Associate Professor of Data and Computation at Duke Kunshan University

Huang has a B.S (2007) in Electrical Engineering at Tsing Hua University, Taiwan, an M.S. (2010) in Electrical Engineering at the University of Southern California, and a Ph.D. (2014) in Computer Science at the University of California, Los Angeles. Prior to joining Duke Kunshan University in 2021, he was an Associate Professor at Case Western Reserve University (2014-2021). His research focus is the intersection among Precision Health and Medicine, Internet-of-Things, Machine Learning and Informatics, Motion and Physiological Signal Sensing. He had over 15 years of research experience conducting interdisciplinary scientific projects with researchers from distinct areas (e.g., Biomedical Engineering, Medicine, and Nursing).
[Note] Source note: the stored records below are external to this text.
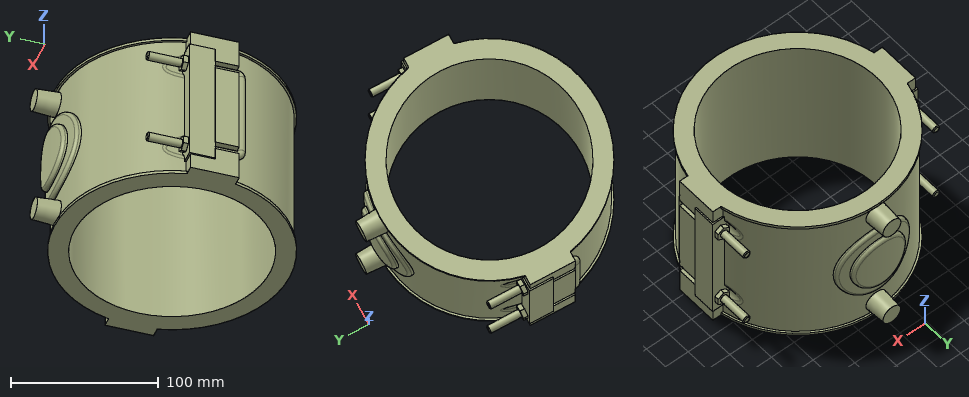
import cadquery as cq
import math

height = 118.0
overall_depth = 183.2
bore_radius = 70.0
body_radius = 82.6
rim_radius = 84.3
rim_thickness = 2.4

overall_width = 182.0
cover_wall = 1.2
cover_height = 94.5
ear_depth = 17.5
cover_half_width = overall_width / 2
ear_half_width = cover_half_width - cover_wall
cover_depth = ear_depth + cover_wall

rod_diameter = 6.0
rod_radius = rod_diameter / 2
rod_x = 84.0
rod_z = 35.2
rod_tip_y = 46.5
rod_tip_chamfer = 0.7
bend_radius = 3.1
slot_width = 5.7

nut_across_flats = 10.0
nut_thickness = 3.5
nut_across_corners = nut_across_flats / math.cos(math.pi / 6)
clearance_radius = 7.5
clearance_fillet = 5.9
clearance_start_y = ear_depth / 2

large_pad_radius = 32.6
small_pad_radius = 23.5
large_pad_height = 3.3
small_pad_height = 6.8
pad_fillet = 2.5
stud_z = 47.1
stud_base_radius = 9.2
stud_tip_radius = 7.9
stud_tip_y = overall_depth - rim_radius

wall_middle = (bore_radius + body_radius) / 2


def disc_z(radius, length, z_center=0):
    """Cylinder about Z, centred at the given height."""
    return cq.Workplane("XY", origin=(0, 0, z_center - length / 2)).circle(radius).extrude(length)


def plane_along_y(x, y, z):
    """Workplane whose normal is +Y, with its local x axis on X."""
    return cq.Workplane(cq.Plane(origin=(x, y, z), xDir=(1, 0, 0), normal=(0, 1, 0)))


def tapered_pin(x, y, z, start_radius, end_radius, length):
    """Cone frustum running along +Y from the given point."""
    profile = plane_along_y(x, y, z).circle(start_radius)
    return profile.workplane(offset=length).circle(end_radius).loft()


def body_with_clearances():
    """Sleeve body with a round-mouthed hollow beside each nut, starting inside the ears."""
    body = disc_z(body_radius, height).rotate((0, 0, 0), (0, 0, 1), -90)
    for side in (-1, 1):
        for z in (-rod_z, rod_z):
            hollow = plane_along_y(side * rod_x, clearance_start_y, z).circle(clearance_radius)
            body = body.cut(hollow.extrude(body_radius))
    return body.edges("%BSPLINE").fillet(clearance_fillet)


def sleeve():
    """Outer form of the sleeve, with rims and ears, before boring."""
    outer = body_with_clearances()
    rim_z = (height - rim_thickness) / 2
    for z in (-rim_z, rim_z):
        outer = outer.union(disc_z(rim_radius, rim_thickness, z))
    ears = cq.Workplane("XY").box(2 * ear_half_width, 2 * ear_depth, height)
    cover = cq.Workplane("XY").box(2 * cover_half_width, cover_depth, cover_height)
    return outer.union(ears).union(cover.translate((0, cover_depth / 2, 0)))


def rod_slot(side, z):
    """Open slot through the -Y half of an ear, from the rod axis outward."""
    length = ear_half_width - rod_x
    slot = cq.Workplane("XY").box(length, ear_depth, slot_width)
    return slot.translate((side * (rod_x + length / 2), -ear_depth / 2, z))


def u_bolt(side):
    """Two rods, a connecting bar and the bends between them."""
    x = side * rod_x
    bar_half = rod_z - bend_radius
    bolt = cq.Workplane("XY", origin=(x, -ear_depth - bend_radius, -bar_half))
    bolt = bolt.circle(rod_radius).extrude(2 * bar_half)
    for direction in (-1, 1):
        rod = plane_along_y(x, -ear_depth, direction * rod_z).circle(rod_radius)
        rod = rod.extrude(rod_tip_y + ear_depth).faces(">Y").chamfer(rod_tip_chamfer)
        bend = plane_along_y(x, -ear_depth, direction * rod_z).circle(rod_radius)
        pivot = direction * bend_radius
        bend = bend.revolve(90, (0, pivot, 0), (direction, pivot, 0))
        bolt = bolt.union(rod).union(bend)
    return bolt


def nut(side, z):
    """Hexagonal nut seated on the cover, with corners at top and bottom."""
    hexagon = plane_along_y(side * rod_x, cover_depth, z).transformed(rotate=(0, 0, 90))
    return hexagon.polygon(6, nut_across_corners).extrude(nut_thickness)


def saddle_pad(pad_radius, outer_radius):
    """Round pad along Y whose outer face is concentric with the sleeve."""
    blank = plane_along_y(0, bore_radius, 0).circle(pad_radius).extrude(rim_radius)
    pad = blank.intersect(disc_z(outer_radius, height))
    return pad.faces(">Y").edges().fillet(pad_fillet)


part = sleeve()
for side in (-1, 1):
    for z in (-rod_z, rod_z):
        part = part.cut(rod_slot(side, z))
part = part.union(saddle_pad(large_pad_radius, body_radius + large_pad_height))
part = part.union(saddle_pad(small_pad_radius, body_radius + small_pad_height))
for z in (-stud_z, stud_z):
    stud = tapered_pin(0, wall_middle, z, stud_base_radius, stud_tip_radius, stud_tip_y - wall_middle)
    part = part.union(stud)
part = part.cut(disc_z(bore_radius, height))
for side in (-1, 1):
    part = part.union(u_bolt(side))
    for z in (-rod_z, rod_z):
        part = part.union(nut(side, z))

result = part

He had successfully administered past funded projects and productively published over a hundred peer-reviewed publications, 6 invention patents and software copyrights, and won 7 best paper awards/runner-up, 3000+ citations. His research has been reported in hundreds of high-impact media outlets. For the nature of richness and high impact of the research topics he was involved in, his research results in a plethora of new knowledge in aspects ranging from innovative IoT sensing technology, closed-loop AI analytics methodology, optimized clinical decision-making, and just-in-time patient risk assessment.